**Task statement:**
Scan the data below for the string "none". Show every line where it turns up.

**Material supplied:**
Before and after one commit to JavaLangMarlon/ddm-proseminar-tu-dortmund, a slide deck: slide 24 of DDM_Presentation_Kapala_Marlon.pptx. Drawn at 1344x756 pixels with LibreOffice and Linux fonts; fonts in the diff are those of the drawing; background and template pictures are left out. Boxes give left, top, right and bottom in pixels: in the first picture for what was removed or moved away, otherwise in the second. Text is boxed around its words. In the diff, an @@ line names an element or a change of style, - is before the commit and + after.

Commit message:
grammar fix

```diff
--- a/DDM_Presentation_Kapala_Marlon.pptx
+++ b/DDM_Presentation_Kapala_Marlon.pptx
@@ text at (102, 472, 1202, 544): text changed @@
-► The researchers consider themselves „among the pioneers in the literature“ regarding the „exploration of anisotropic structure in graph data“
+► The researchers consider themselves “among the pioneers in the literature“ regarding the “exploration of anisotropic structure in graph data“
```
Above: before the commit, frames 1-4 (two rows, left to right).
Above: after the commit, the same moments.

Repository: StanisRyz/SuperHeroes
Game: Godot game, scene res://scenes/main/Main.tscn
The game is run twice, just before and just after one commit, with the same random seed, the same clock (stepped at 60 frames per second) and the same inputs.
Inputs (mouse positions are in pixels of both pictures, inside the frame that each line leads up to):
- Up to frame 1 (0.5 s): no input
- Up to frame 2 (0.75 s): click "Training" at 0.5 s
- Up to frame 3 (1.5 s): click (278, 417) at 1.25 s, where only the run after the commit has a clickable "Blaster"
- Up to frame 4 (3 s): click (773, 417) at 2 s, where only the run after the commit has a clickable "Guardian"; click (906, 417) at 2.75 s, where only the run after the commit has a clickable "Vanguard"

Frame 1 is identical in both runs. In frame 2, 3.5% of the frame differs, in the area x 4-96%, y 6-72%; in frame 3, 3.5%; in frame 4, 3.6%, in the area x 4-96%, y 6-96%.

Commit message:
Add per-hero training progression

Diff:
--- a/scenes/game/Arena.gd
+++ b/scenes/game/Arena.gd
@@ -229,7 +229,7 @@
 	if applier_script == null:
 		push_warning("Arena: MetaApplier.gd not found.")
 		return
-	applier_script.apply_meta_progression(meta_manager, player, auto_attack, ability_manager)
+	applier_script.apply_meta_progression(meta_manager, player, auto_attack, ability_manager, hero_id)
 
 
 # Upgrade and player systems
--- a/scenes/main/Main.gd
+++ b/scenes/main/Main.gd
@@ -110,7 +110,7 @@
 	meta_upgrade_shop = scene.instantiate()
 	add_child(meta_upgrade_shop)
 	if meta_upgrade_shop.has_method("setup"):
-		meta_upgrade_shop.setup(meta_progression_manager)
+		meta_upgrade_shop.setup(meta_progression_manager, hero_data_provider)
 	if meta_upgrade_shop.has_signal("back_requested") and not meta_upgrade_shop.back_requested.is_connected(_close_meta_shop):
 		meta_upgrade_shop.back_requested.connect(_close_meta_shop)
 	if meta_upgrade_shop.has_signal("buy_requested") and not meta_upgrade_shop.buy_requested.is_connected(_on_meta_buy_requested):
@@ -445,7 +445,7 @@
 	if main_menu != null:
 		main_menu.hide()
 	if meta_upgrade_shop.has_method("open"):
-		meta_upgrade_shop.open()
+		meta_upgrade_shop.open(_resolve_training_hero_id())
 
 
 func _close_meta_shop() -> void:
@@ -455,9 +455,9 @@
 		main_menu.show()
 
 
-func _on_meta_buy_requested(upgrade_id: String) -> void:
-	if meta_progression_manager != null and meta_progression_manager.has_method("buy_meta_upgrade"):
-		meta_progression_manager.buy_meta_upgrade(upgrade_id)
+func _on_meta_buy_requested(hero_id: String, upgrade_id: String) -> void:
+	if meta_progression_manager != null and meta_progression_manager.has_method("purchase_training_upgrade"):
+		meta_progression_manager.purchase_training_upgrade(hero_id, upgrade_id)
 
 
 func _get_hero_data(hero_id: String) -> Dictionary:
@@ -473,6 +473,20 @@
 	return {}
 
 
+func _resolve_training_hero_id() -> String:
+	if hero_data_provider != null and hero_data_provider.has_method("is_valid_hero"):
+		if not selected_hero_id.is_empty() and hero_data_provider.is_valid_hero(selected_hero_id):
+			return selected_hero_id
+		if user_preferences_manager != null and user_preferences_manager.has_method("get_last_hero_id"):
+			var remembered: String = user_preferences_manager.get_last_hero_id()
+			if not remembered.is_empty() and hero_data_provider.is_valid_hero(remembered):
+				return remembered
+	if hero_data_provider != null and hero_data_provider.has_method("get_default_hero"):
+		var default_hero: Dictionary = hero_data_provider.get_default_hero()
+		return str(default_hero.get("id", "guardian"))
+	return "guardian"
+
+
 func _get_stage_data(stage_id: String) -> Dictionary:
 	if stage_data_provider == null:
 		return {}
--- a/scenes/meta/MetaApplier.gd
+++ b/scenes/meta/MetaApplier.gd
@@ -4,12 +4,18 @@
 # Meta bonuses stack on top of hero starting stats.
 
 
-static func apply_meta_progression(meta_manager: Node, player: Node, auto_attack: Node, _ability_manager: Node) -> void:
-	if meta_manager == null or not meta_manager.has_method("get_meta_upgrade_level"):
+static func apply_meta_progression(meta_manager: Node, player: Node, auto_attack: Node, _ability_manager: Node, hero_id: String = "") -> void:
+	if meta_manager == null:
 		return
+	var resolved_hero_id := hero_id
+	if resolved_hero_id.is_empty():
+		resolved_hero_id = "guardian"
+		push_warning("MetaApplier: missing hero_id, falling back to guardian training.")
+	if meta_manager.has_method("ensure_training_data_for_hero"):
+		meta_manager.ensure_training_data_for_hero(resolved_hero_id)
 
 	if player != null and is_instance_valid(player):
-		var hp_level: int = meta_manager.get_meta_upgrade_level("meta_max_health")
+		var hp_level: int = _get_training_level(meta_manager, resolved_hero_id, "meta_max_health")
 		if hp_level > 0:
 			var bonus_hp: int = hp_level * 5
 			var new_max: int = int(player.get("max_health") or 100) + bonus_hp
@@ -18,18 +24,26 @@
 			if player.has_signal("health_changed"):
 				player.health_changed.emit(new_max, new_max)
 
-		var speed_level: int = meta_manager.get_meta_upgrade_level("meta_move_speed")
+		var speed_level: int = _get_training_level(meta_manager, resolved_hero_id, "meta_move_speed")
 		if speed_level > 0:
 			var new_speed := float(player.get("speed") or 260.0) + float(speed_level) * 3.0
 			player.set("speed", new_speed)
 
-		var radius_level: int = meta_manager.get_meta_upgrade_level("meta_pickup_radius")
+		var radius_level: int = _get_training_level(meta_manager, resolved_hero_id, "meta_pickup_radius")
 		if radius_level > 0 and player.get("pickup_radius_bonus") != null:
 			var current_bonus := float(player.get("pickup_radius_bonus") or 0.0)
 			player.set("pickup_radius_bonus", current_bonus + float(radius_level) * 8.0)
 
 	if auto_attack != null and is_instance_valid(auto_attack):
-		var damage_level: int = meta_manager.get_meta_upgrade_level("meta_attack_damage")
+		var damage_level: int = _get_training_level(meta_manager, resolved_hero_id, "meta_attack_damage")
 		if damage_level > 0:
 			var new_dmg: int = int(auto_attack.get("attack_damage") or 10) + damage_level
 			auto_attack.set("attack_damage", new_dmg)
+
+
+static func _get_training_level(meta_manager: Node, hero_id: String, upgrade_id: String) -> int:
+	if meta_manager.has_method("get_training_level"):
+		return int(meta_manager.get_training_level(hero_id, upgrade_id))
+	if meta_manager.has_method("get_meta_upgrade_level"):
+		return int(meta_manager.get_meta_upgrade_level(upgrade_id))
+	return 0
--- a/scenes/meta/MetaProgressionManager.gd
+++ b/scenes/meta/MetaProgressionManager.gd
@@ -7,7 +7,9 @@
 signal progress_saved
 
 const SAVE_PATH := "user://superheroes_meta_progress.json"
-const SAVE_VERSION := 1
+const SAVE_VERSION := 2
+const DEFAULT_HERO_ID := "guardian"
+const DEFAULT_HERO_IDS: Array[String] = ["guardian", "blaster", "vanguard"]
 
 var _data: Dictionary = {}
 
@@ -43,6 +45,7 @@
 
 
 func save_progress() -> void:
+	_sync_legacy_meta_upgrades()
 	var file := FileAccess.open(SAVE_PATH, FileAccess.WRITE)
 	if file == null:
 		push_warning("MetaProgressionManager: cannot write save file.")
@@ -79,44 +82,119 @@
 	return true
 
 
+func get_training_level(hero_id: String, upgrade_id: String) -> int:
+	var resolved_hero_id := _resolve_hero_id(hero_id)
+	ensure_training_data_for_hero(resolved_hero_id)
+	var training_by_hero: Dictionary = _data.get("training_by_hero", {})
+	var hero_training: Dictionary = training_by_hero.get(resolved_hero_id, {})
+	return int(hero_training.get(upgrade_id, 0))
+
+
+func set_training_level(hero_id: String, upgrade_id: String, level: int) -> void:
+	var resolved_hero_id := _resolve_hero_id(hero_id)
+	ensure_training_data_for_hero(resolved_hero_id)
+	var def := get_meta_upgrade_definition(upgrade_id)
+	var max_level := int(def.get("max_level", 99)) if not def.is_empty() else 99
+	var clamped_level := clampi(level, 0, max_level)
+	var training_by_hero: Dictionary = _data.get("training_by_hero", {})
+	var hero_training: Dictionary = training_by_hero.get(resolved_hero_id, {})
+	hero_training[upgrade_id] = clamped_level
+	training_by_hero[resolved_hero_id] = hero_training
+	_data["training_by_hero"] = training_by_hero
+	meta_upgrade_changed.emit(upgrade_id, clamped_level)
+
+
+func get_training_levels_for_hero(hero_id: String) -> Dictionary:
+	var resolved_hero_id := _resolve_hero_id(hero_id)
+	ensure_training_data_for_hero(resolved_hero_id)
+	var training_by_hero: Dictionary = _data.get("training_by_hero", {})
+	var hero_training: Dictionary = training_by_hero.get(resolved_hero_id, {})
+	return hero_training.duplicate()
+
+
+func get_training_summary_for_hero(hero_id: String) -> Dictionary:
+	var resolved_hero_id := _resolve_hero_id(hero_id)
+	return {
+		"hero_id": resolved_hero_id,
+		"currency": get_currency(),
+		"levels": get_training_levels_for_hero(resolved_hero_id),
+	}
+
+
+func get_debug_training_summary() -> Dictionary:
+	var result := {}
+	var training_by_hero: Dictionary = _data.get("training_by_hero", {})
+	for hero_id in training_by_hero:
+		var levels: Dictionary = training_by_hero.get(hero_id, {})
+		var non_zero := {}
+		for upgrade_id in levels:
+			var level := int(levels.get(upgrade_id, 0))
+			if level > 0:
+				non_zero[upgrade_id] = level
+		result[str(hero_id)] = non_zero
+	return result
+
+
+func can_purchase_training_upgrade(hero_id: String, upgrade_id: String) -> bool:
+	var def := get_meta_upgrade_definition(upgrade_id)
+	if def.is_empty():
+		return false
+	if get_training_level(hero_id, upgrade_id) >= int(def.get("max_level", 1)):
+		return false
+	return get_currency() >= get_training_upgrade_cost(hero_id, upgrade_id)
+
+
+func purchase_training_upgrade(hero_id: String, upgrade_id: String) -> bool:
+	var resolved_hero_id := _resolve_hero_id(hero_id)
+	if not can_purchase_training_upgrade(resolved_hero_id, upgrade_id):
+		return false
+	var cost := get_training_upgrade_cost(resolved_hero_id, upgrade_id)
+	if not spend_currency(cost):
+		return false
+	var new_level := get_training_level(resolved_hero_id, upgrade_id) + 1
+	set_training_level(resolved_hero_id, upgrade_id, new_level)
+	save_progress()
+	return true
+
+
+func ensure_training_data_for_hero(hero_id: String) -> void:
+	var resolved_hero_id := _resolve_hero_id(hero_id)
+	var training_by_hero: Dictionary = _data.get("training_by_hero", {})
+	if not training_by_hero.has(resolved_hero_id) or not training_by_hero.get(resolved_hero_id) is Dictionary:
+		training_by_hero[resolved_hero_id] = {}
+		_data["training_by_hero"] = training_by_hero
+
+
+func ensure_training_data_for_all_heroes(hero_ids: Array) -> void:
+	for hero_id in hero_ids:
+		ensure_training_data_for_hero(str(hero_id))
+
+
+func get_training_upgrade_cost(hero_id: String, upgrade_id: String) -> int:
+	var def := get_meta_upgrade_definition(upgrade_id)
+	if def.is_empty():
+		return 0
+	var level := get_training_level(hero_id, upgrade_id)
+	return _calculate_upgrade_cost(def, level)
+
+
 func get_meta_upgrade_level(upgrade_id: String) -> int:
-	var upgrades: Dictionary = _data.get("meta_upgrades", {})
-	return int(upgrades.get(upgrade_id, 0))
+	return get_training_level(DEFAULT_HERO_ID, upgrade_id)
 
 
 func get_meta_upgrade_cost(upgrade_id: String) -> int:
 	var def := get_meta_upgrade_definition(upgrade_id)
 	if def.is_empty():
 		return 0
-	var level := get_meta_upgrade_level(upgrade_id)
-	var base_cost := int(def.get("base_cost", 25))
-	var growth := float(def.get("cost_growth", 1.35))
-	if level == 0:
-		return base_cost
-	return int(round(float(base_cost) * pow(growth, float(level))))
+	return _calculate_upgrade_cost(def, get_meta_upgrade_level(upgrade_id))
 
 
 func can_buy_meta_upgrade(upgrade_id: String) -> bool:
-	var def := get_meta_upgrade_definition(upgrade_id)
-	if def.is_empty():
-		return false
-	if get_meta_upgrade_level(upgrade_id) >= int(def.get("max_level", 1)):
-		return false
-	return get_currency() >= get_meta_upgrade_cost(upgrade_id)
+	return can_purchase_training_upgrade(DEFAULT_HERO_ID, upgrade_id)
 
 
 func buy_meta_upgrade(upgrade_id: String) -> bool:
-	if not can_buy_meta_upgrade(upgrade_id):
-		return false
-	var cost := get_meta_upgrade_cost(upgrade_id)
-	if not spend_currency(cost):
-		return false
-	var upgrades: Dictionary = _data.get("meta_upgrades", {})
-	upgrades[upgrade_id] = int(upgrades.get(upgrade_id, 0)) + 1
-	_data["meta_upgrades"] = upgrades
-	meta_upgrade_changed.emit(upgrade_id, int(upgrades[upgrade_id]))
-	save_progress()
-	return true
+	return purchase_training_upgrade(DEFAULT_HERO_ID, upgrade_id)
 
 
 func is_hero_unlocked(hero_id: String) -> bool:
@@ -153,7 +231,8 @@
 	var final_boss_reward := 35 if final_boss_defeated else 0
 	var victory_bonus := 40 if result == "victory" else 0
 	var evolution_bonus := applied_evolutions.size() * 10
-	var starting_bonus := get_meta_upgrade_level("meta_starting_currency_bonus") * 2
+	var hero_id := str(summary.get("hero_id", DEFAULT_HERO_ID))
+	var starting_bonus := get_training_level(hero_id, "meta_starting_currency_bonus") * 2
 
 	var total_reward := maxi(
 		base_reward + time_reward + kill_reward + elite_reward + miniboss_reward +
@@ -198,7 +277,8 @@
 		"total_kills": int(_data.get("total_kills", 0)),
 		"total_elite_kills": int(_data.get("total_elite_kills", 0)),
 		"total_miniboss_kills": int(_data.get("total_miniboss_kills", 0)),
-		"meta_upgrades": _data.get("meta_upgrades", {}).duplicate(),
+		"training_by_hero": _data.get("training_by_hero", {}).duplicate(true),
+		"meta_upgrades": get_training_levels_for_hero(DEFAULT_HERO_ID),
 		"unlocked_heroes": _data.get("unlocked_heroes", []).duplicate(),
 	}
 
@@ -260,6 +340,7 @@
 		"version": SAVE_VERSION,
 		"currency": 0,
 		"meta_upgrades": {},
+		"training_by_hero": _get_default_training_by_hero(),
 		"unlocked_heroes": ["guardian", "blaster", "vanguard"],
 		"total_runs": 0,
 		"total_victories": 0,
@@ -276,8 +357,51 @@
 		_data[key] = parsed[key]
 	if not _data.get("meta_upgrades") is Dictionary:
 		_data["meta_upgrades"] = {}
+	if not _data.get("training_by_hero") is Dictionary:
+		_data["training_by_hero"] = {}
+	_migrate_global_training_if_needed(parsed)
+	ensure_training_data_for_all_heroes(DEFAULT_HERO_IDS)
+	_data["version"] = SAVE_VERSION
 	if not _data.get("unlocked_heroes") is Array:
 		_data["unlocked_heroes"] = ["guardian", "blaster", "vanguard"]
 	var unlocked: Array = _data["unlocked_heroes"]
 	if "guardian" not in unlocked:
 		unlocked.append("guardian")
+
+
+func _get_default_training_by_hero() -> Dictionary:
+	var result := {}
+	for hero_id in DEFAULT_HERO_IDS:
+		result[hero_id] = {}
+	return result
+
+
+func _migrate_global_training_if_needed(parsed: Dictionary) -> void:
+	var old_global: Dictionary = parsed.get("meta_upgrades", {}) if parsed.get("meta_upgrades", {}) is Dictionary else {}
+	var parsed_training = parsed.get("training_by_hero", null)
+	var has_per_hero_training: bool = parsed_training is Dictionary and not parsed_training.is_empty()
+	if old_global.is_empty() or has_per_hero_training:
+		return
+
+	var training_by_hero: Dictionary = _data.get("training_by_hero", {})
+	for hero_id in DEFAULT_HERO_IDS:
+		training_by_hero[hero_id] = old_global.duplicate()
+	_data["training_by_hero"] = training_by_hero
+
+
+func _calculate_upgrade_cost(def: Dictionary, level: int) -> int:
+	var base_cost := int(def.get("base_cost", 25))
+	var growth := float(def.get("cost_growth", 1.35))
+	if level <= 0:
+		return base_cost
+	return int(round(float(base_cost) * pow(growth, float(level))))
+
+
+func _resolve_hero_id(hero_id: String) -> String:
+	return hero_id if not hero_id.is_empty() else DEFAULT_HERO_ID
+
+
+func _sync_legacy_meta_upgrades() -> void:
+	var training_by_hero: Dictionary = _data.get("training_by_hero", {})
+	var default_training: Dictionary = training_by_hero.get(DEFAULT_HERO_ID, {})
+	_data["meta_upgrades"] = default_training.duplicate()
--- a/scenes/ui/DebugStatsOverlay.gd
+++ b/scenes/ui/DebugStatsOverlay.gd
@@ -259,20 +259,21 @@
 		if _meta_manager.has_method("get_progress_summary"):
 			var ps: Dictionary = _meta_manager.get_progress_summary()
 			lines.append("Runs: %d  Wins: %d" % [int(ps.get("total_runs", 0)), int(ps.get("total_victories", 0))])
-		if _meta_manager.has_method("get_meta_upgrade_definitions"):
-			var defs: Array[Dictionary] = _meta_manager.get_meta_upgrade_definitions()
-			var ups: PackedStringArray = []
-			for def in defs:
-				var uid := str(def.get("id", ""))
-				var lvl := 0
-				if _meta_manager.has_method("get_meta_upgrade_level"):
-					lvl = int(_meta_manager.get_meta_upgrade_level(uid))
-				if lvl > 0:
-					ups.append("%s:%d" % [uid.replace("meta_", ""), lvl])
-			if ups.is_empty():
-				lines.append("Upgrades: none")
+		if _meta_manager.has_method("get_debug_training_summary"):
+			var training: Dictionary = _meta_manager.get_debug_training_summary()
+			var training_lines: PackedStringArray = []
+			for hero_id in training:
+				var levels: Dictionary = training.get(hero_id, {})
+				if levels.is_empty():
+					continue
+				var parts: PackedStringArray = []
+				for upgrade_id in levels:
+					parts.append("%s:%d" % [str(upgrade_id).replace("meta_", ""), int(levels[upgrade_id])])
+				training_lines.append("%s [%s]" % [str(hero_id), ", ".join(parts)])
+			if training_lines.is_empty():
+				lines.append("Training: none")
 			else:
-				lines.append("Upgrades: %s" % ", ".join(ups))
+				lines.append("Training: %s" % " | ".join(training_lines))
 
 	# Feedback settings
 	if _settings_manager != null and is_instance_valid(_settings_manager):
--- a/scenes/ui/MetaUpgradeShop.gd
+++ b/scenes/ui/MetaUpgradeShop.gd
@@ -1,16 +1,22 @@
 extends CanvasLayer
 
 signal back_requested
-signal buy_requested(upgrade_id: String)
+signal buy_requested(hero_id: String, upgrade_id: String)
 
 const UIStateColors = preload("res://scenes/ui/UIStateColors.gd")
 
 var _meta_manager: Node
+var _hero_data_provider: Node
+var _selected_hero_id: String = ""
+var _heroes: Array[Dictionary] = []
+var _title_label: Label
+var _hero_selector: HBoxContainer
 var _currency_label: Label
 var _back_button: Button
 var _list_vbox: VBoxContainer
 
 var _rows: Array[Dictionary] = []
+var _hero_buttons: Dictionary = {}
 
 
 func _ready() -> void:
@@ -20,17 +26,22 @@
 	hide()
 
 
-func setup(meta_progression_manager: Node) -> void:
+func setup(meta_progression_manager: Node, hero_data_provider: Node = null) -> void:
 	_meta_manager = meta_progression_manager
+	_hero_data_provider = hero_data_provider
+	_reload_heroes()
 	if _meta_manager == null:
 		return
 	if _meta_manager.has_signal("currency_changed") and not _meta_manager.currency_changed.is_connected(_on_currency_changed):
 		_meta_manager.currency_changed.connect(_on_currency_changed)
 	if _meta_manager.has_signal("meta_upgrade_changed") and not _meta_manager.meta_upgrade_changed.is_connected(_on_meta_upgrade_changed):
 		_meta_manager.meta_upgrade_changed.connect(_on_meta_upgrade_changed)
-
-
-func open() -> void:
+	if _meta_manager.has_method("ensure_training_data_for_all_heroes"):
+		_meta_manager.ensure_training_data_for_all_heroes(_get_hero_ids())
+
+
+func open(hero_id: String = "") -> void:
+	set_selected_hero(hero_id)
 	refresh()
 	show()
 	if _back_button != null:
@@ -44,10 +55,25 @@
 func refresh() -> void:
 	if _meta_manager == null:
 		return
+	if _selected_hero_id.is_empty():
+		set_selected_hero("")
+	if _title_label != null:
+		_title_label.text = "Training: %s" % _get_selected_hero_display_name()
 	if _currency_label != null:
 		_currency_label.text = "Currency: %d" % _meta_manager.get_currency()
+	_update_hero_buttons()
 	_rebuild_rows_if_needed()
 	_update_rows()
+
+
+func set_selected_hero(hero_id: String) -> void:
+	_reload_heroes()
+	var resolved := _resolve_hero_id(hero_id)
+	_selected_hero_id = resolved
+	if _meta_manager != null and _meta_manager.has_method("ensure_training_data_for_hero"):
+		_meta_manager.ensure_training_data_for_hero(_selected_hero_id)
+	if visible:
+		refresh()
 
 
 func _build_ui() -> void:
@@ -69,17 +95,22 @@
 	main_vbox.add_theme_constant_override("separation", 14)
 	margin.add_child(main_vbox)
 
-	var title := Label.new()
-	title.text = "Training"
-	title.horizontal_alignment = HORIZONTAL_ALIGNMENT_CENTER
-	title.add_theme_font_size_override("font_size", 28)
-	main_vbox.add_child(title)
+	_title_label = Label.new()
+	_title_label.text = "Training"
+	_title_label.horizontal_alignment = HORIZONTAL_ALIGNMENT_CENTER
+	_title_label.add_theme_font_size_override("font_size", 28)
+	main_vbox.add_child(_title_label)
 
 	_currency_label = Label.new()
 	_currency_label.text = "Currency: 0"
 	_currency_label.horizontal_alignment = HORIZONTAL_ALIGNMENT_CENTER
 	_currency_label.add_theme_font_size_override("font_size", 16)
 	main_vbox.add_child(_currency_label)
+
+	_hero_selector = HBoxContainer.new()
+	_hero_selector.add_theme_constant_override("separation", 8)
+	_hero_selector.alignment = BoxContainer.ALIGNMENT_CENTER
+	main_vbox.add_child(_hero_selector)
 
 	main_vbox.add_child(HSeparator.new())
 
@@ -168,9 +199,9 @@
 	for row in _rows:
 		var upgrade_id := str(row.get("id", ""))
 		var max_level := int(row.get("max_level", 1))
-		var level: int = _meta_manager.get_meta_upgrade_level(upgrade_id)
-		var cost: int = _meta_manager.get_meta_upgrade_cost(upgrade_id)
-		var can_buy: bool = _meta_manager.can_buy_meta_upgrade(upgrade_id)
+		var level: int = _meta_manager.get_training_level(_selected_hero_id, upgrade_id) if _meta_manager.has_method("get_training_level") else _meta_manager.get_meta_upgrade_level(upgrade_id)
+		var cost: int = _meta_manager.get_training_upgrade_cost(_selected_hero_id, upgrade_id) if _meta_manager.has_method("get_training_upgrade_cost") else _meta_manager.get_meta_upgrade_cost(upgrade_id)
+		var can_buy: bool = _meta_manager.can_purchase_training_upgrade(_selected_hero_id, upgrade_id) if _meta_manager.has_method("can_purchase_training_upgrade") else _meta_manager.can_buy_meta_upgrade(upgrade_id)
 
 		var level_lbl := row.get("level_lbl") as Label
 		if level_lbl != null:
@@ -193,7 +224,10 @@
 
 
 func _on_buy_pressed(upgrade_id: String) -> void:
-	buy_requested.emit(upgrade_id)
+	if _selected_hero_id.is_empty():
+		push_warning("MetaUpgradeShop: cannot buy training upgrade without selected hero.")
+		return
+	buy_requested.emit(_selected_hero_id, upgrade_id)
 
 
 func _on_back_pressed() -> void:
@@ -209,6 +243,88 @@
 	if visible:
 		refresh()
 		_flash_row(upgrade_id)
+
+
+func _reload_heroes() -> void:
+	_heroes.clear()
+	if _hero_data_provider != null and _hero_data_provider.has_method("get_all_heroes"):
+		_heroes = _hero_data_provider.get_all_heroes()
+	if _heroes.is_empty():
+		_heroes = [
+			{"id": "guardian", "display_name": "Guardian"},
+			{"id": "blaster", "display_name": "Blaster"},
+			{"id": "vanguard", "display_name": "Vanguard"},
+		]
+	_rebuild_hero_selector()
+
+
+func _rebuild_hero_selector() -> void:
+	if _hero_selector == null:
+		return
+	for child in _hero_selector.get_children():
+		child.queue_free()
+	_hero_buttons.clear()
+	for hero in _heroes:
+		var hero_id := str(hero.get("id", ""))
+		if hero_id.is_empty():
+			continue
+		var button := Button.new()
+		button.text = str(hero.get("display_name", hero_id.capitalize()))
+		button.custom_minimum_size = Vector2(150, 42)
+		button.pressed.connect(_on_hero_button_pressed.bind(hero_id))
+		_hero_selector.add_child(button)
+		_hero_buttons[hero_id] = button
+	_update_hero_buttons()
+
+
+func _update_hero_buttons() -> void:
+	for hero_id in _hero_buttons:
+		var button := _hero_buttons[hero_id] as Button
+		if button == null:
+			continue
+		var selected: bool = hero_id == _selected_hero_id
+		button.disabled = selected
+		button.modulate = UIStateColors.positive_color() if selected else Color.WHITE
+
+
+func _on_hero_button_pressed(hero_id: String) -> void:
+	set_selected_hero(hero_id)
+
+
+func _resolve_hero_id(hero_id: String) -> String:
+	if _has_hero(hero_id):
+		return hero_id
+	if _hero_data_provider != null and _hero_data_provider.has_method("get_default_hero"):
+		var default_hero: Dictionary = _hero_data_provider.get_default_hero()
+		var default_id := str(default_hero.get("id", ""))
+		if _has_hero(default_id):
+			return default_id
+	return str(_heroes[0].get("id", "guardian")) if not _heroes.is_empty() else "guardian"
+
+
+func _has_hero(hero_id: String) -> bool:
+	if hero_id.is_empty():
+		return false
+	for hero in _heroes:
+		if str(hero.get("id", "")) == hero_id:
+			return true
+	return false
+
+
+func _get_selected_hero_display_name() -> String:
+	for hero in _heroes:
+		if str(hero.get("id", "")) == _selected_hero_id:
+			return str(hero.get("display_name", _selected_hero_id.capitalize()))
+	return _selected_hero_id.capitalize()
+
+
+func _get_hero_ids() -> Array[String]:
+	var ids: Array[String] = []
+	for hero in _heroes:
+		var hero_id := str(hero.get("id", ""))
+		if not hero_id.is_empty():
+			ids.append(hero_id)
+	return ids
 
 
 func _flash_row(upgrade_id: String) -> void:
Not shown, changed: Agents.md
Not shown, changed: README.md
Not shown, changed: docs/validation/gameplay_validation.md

**Written answer:**
-				lines.append("Upgrades: none")
+				lines.append("Training: none")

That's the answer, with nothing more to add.